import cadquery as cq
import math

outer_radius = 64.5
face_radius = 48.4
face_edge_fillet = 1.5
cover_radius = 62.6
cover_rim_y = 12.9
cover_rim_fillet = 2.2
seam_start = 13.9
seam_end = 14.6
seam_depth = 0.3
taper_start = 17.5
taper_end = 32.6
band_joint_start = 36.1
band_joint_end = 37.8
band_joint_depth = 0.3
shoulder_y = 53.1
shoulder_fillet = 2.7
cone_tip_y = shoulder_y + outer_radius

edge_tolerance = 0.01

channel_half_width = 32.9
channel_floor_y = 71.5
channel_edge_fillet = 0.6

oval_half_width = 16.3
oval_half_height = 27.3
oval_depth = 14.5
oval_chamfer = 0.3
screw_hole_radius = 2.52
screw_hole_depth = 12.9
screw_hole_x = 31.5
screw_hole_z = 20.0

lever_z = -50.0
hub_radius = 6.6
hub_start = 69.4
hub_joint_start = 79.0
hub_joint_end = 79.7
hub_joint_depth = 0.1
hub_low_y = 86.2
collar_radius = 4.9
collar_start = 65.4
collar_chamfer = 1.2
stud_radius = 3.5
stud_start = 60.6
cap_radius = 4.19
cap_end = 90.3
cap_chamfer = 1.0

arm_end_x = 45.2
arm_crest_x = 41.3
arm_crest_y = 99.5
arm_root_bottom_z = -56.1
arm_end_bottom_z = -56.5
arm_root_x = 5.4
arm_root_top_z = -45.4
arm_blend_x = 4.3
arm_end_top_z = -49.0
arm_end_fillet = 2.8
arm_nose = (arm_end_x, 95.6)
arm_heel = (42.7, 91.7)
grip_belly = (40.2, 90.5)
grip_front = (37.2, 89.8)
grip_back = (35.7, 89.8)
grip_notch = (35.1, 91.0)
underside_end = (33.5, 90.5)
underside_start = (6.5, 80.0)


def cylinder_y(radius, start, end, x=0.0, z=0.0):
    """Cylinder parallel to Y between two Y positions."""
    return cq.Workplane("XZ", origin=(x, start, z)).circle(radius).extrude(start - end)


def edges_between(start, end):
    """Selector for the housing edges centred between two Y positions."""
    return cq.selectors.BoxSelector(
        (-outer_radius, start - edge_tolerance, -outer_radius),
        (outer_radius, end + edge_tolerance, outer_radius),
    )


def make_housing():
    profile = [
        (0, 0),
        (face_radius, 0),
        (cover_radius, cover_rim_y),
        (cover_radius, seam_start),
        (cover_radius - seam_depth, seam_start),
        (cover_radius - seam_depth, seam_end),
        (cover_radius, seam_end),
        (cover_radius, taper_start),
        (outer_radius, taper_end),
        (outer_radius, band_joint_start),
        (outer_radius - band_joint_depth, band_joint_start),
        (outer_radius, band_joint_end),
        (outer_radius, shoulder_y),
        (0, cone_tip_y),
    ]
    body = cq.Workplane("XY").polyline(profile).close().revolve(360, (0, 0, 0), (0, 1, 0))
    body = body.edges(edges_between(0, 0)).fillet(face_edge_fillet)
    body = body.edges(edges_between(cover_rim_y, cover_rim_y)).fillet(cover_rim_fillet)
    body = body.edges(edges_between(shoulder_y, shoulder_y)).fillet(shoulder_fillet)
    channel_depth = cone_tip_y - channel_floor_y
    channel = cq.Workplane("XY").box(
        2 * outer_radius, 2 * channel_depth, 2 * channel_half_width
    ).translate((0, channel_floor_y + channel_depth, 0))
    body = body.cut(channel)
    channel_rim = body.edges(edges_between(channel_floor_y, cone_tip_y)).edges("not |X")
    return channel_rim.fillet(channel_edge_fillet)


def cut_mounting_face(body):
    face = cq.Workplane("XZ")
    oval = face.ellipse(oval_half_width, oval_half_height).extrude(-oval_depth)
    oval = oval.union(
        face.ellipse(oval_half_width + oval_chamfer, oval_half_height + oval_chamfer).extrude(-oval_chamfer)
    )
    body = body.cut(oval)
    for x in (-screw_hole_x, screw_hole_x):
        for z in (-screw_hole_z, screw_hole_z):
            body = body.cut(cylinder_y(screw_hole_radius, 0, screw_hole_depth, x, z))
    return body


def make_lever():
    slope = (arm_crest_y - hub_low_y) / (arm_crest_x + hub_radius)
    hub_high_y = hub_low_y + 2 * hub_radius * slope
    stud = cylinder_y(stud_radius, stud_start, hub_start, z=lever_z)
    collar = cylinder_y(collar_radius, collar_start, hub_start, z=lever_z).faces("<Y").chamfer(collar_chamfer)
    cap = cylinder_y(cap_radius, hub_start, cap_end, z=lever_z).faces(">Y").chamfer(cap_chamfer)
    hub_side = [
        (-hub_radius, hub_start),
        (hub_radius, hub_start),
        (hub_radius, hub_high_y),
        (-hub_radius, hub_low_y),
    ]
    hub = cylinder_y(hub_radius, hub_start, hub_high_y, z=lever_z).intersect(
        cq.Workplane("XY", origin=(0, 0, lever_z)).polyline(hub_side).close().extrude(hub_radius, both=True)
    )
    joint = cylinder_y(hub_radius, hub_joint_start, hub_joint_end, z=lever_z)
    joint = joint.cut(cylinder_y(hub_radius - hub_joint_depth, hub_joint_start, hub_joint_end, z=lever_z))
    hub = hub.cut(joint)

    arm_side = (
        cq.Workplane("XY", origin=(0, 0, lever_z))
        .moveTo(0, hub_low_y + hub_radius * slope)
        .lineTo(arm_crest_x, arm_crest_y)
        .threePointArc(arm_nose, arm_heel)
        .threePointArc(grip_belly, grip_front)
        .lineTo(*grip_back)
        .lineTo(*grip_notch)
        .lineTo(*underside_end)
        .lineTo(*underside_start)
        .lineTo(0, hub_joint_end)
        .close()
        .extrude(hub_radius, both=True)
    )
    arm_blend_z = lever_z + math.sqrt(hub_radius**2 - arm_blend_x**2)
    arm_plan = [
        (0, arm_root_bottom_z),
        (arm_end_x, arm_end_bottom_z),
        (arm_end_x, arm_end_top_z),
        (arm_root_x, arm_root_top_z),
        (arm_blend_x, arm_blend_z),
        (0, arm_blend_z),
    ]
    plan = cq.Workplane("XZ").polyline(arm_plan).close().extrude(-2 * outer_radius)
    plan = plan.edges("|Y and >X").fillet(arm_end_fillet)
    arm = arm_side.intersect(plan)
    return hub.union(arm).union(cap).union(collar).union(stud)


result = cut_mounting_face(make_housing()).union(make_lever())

--------------------------------------------------

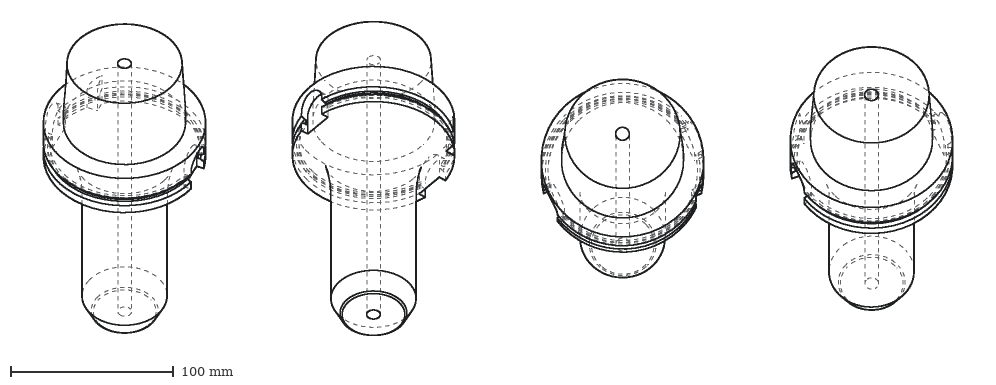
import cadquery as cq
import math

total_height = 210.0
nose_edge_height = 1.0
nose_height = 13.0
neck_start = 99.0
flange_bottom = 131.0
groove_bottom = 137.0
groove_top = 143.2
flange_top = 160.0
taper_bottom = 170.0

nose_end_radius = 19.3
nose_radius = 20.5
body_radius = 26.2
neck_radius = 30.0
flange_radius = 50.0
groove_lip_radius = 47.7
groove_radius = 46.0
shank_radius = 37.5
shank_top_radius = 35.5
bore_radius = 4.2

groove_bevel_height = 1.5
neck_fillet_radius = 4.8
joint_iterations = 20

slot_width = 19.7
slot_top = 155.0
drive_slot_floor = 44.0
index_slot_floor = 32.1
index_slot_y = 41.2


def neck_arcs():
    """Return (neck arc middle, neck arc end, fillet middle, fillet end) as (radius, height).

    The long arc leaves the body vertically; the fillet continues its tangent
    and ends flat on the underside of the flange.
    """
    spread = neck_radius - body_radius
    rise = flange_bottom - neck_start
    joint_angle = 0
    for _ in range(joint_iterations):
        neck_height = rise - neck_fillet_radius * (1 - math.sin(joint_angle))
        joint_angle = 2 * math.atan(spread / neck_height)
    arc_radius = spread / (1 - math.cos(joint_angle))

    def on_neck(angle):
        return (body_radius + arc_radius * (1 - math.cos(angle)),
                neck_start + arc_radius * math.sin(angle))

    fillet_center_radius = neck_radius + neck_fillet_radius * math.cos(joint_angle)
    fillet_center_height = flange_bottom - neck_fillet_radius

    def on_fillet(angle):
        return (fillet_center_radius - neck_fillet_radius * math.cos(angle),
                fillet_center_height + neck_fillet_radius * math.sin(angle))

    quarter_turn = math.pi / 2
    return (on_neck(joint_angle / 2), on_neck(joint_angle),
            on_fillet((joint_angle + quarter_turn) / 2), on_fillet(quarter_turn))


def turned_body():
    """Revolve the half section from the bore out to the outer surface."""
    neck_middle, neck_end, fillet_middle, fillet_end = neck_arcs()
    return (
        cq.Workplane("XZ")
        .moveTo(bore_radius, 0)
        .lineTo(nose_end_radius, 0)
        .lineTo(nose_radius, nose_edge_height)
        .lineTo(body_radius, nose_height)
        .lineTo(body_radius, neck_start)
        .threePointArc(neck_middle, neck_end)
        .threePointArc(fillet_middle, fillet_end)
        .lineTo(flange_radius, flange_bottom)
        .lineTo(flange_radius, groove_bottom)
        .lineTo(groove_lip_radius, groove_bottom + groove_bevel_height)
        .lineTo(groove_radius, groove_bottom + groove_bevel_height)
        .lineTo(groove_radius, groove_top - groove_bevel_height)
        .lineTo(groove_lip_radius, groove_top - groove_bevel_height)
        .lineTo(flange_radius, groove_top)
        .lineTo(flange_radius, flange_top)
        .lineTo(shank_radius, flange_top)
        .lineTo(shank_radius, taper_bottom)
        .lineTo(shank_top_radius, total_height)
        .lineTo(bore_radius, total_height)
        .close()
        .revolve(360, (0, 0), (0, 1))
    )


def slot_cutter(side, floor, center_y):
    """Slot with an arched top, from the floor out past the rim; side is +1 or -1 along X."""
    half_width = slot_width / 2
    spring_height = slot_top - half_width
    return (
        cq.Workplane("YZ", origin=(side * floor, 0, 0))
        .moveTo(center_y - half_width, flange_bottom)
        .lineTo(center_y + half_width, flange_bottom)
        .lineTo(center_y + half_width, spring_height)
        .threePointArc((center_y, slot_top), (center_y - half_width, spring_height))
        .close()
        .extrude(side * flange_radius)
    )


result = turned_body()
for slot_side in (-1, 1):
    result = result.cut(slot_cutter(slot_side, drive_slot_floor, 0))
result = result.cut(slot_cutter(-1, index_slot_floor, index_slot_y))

--------------------------------------------------

◆ **EXERCISE DETAILS**:
Please give an exact copy of the lines above, beginning with the line containing "collar_start = 65.4" and running through the line containing "arm_root_x = 5.4", and of no other lines.

◆ **SOLUTION FOR THIS PROBLEM**:
collar_start = 65.4
collar_chamfer = 1.2
stud_radius = 3.5
stud_start = 60.6
cap_radius = 4.19
cap_end = 90.3
cap_chamfer = 1.0

arm_end_x = 45.2
arm_crest_x = 41.3
arm_crest_y = 99.5
arm_root_bottom_z = -56.1
arm_end_bottom_z = -56.5
arm_root_x = 5.4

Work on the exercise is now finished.